Problem to work on: Your job is to print the listing exactly.
START Data shown
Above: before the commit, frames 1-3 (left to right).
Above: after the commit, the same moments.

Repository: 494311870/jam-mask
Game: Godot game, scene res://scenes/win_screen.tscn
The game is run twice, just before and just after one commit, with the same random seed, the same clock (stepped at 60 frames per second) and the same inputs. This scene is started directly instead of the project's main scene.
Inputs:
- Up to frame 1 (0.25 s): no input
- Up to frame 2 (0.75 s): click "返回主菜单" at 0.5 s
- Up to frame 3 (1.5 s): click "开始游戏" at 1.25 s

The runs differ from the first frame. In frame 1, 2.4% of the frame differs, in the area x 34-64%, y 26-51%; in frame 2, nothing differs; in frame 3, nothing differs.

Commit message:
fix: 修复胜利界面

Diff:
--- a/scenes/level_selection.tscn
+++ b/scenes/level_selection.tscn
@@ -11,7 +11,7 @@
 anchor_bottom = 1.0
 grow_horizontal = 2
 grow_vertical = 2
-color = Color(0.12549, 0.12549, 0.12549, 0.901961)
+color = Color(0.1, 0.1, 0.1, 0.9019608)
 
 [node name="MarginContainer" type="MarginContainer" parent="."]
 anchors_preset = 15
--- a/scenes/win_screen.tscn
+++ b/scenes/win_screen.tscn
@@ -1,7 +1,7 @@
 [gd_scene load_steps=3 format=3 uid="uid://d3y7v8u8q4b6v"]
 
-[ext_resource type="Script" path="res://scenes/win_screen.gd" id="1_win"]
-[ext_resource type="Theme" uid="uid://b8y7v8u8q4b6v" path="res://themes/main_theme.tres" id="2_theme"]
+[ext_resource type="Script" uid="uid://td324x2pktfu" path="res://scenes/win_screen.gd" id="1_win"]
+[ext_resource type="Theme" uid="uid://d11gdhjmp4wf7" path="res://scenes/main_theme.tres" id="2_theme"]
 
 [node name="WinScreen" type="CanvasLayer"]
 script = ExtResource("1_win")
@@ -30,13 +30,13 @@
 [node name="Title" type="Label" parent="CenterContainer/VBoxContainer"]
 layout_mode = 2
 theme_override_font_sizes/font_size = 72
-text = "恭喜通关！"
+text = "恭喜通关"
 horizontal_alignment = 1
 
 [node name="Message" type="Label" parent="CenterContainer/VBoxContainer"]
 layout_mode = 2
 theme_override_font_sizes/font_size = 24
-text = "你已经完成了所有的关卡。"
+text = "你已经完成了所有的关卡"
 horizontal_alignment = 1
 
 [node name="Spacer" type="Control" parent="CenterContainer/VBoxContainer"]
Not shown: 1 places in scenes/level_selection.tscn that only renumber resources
END Data shown
Answer space:
Above: before the commit, frames 1-3 (left to right).
Above: after the commit, the same moments.

Repository: 494311870/jam-mask
Game: Godot game, scene res://scenes/win_screen.tscn
The game is run twice, just before and just after one commit, with the same random seed, the same clock (stepped at 60 frames per second) and the same inputs. This scene is started directly instead of the project's main scene.
Inputs:
- Up to frame 1 (0.25 s): no input
- Up to frame 2 (0.75 s): click "返回主菜单" at 0.5 s
- Up to frame 3 (1.5 s): click "开始游戏" at 1.25 s

The runs differ from the first frame. In frame 1, 2.4% of the frame differs, in the area x 34-64%, y 26-51%; in frame 2, nothing differs; in frame 3, nothing differs.

Commit message:
fix: 修复胜利界面

Diff:
--- a/scenes/level_selection.tscn
+++ b/scenes/level_selection.tscn
@@ -11,7 +11,7 @@
 anchor_bottom = 1.0
 grow_horizontal = 2
 grow_vertical = 2
-color = Color(0.12549, 0.12549, 0.12549, 0.901961)
+color = Color(0.1, 0.1, 0.1, 0.9019608)
 
 [node name="MarginContainer" type="MarginContainer" parent="."]
 anchors_preset = 15
--- a/scenes/win_screen.tscn
+++ b/scenes/win_screen.tscn
@@ -1,7 +1,7 @@
 [gd_scene load_steps=3 format=3 uid="uid://d3y7v8u8q4b6v"]
 
-[ext_resource type="Script" path="res://scenes/win_screen.gd" id="1_win"]
-[ext_resource type="Theme" uid="uid://b8y7v8u8q4b6v" path="res://themes/main_theme.tres" id="2_theme"]
+[ext_resource type="Script" uid="uid://td324x2pktfu" path="res://scenes/win_screen.gd" id="1_win"]
+[ext_resource type="Theme" uid="uid://d11gdhjmp4wf7" path="res://scenes/main_theme.tres" id="2_theme"]
 
 [node name="WinScreen" type="CanvasLayer"]
 script = ExtResource("1_win")
@@ -30,13 +30,13 @@
 [node name="Title" type="Label" parent="CenterContainer/VBoxContainer"]
 layout_mode = 2
 theme_override_font_sizes/font_size = 72
-text = "恭喜通关！"
+text = "恭喜通关"
 horizontal_alignment = 1
 
 [node name="Message" type="Label" parent="CenterContainer/VBoxContainer"]
 layout_mode = 2
 theme_override_font_sizes/font_size = 24
-text = "你已经完成了所有的关卡。"
+text = "你已经完成了所有的关卡"
 horizontal_alignment = 1
 
 [node name="Spacer" type="Control" parent="CenterContainer/VBoxContainer"]
Not shown: 1 places in scenes/level_selection.tscn that only renumber resources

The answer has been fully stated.